Hey fighters,
"You'll need to make a bigger decision to let go than to hold on."
Upon reading this passage while watching a kdrama, I suddenly remembered a memory in my college days.
It is normal for a college student to have a crush right? I also have one when I was in high school. But the most lingering crush that I have was when I'm in my second year college. Lingering in terms that he's the only crush I had back then, the whole college years I have. I'm a one woman type.
His name was Jan, an IT student. I'm an education student that time. But we had some minors that we were able to be classmates. I'm always intrigued by guys who were silent, even now, I wanted to know more about him. He seldom talks and even smile. I wanted to see his smile even for a little while. Back then, the haircut he used to wear were from the likes of a kdrama lead, just like Go Jun Pyoo of Boys Over Flowers. It's so popular back then, many tried to copy but some failed to be suitable in them. But as for him, it made him look more the boy next door type. He's not your typical average guy. He's kinda popular in the whole campus, the group he's into. I had heard girls giggling while he passed by the corridors and said appreciations for him.

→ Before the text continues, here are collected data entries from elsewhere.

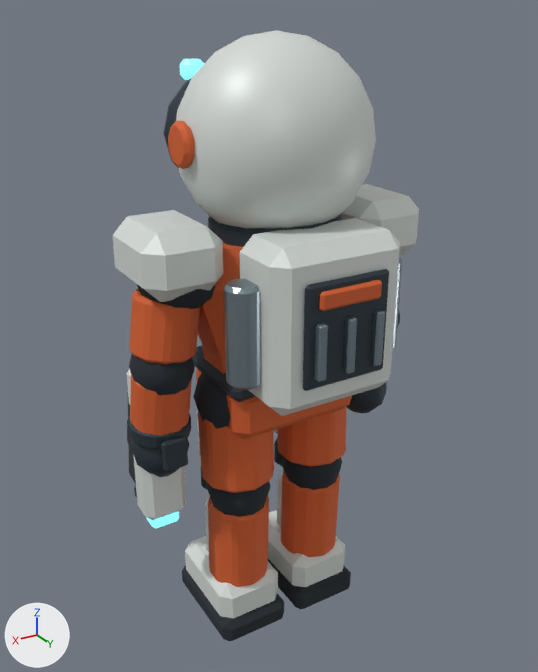
An edit to the glTF model lunar-art-test/game/assets/astronaut-v3.glb, drawn before and after from the same camera.
One viewpoint serves both versions: a 50 mm lens placed at (1.2, 1.96, 2.11), pointed at (0.03, 0.01, 1.14). Lighting does not change. The marker at lower left points along +X, +Y and +Z. The first picture is the older version.

Objects in the first picture: 'ConstructionTool.005', 'FrontierSuit.005', 'Pistol'.
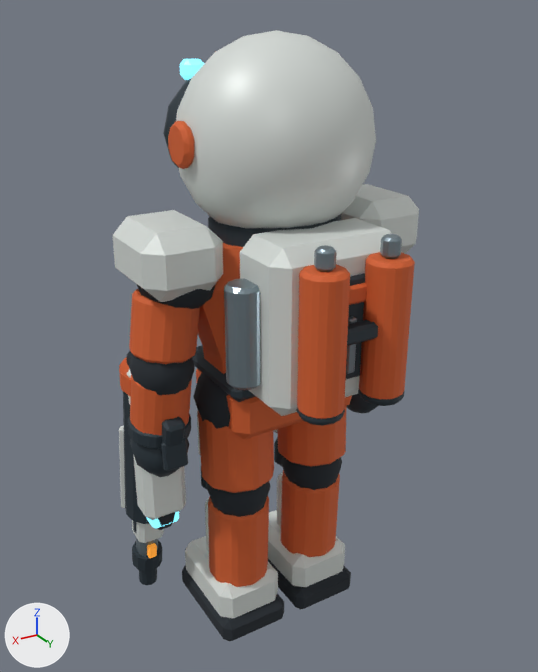
What changed in the scene script:
```text
Add mat_rifle___olive_ceramic:
    mat_rifle___olive_ceramic = principled_material('Rifle • olive ceramic')
    mat_rifle___olive_ceramic.base_color = (0.13, 0.15, 0.11)  # dark grey #656c5d
    mat_rifle___olive_ceramic.metallic = 0.15
    mat_rifle___olive_ceramic.roughness = 0.55
Add me_cube_049:
    me_cube_049.from_pydata(...)  # 432 vertices, 776 faces; spans x 0.361..0.482, y -0.329..0.106, z 0.083..1.14
    # faces by material slot: [132, 44, 100, 44, 44, 300, 44, 68]
    me_cube_049.materials.append(mat_pressure_seals_005)  # dark grey #222930
    me_cube_049.materials.append(mat_pistol___blued_gunmetal)  # dark grey #353a3f
    me_cube_049.materials.append(mat_machined_titanium_005)  # grey #8999a2
    me_cube_049.materials.append(mat_rifle___olive_ceramic)  # dark grey #656c5d
    me_cube_049.materials.append(mat_suit___oxide_orange_005)  # orange #d45f2c
    me_cube_049.materials.append(mat_mechanism___graphite_005)  # dark blue #2c3840
    me_cube_049.materials.append(mat_ceramic___warm_chalk_005)  # light grey #dadfdb
    me_cube_049.materials.append(mat_instrument___ice_005)  # cyan #73d3e5, glowing cyan #81ebff
Add me_cube_067:
    me_cube_067.from_pydata(...)  # 678 vertices, 1260 faces; spans x -0.18..0.505, y -0.32..0.5, z 0.176..1.56
    # faces by material slot: [88, 244, 44, 432, 44, 320, 44, 44]
    me_cube_067.materials.append(mat_pressure_seals_005)  # dark grey #222930
    me_cube_067.materials.append(mat_machined_titanium_005)  # grey #8999a2
    me_cube_067.materials.append(mat_pistol___blued_gunmetal)  # dark grey #353a3f
    me_cube_067.materials.append(mat_mechanism___graphite_005)  # dark blue #2c3840
    me_cube_067.materials.append(mat_ceramic___warm_chalk_005)  # light grey #dadfdb
    me_cube_067.materials.append(mat_suit___oxide_orange_005)  # orange #d45f2c
    me_cube_067.materials.append(mat_marker___amber_005)  # orange #f9a035, glowing orange #b77424
    me_cube_067.materials.append(mat_instrument___ice_005)  # cyan #73d3e5, glowing cyan #81ebff
Add ob_rifle:
    ob_rifle = bpy.data.objects.new('Rifle', me_cube_049)
    ob_rifle.location = (0.0, 0.0, 0.0)
Add ob_flamethrower:
    ob_flamethrower = bpy.data.objects.new('Flamethrower', me_cube_067)
    ob_flamethrower.location = (0.0, 0.0, 0.0)
```

Where the change shows, as pixel boxes (x1, y1, x2, y2) in the pictures (538 x 672 px):
'Flamethrower', added: after (119, 234, 415, 571)
    faces in mat_suit___oxide_orange_005 (orange #d45f2c): (119, 252, 415, 419)
    faces in mat_mechanism___graphite_005 (dark blue #2c3840): (123, 320, 405, 571)
    faces in mat_machined_titanium_005 (grey #8999a2): (136, 234, 402, 556)
    faces in mat_ceramic___warm_chalk_005 (light grey #dadfdb): (119, 426, 125, 508)
    faces in mat_pressure_seals_005 (dark grey #222930): (158, 449, 175, 526)
'Rifle', added (mostly hidden): after (127, 351, 186, 585)
    faces in mat_mechanism___graphite_005 (dark blue #2c3840): (133, 417, 186, 585)
    faces in mat_ceramic___warm_chalk_005 (light grey #dadfdb): (132, 520, 164, 543)

I'm a silent type, as always. It is okay for me to see him from a distance. I am not showy in terms of the language of love. I prefer to watched him from afar.
There's this one subject that we're classmates and also groupmates. I had known him from there. We bonded as a group, we're five in the group and eventually bonded sometimes as a duo. I had become more relaxed in talking to him, he treated me and I will return the favor of treating him, though he always insisted on paying.
We became close friends, then became like MU or people having mutual understanding or in layman's term in bisaya, murag uyab.
We didn't do the courtship and the normal couple would go through, like celebrating monthsaries and giving gifts and everything. We just decided to be like that. Every end of my class, he's out there waiting for me and then we'll gonna eat street foods like kwek-kwek and just talk anything under the sun. He's also the one who introduced me the street foods for I don't normally eat it, I'm a bit OC in the food I'm taking. So yeah, he's with me in my first bite of kwek-kwek.
Days, months passed, everything went well. But there's this one day, I heard rumors that Jan is dating a third year college nursing student. By the way Jan was one year ahead of me. At first I didn't believed it to be true, but when he showed up holding hands with her in front of me saying she's his girlfriend and introducing me as his bestfriend, I now knew the status we had.
I am the only one who thought we're an item that time. He treasured me as his best friend but I treasured him as my lover.
The first month was tough. Trying to appear to be nice and all in front of them. I always cried at night and then smiled in the day. I think I'm going to get crazy.
Summer vacation came and I decided to stay away from him. I cannot moved on when I always see them so sweet. The things he did for me is what he's doing now to her. But come to think of it we never kissed and said I love you. Maybe I'm just blinded by my feelings for him.
I decided to cut off ties, at first he's very angry at me for doing it to him but as I've reasoned out my feelings for him, he grew silent and awkward. I still hoped for us by saying this stupid line, 'Choose between us, is it me or your gf?' You know the answer because I'm still single now.
When I decided to let go and move on, I lost my confidante, my friend, my inspiration. I always pray for his happiness.
Letting go is not easy. It's a very hard decision to make especially if your letting go a very special one. So please treasure someone you have in your care now. You might not know what the future holds.
Till next time.
Hoping always,
NethFidelis
Maganda, Neneth. Kaso masyadong love story. Hindi ako kwan sa love story eh. Haha. Pero maganda, promise. Tuloy mo lang. Gusto mo ba gawing movie 'to? Bente muna?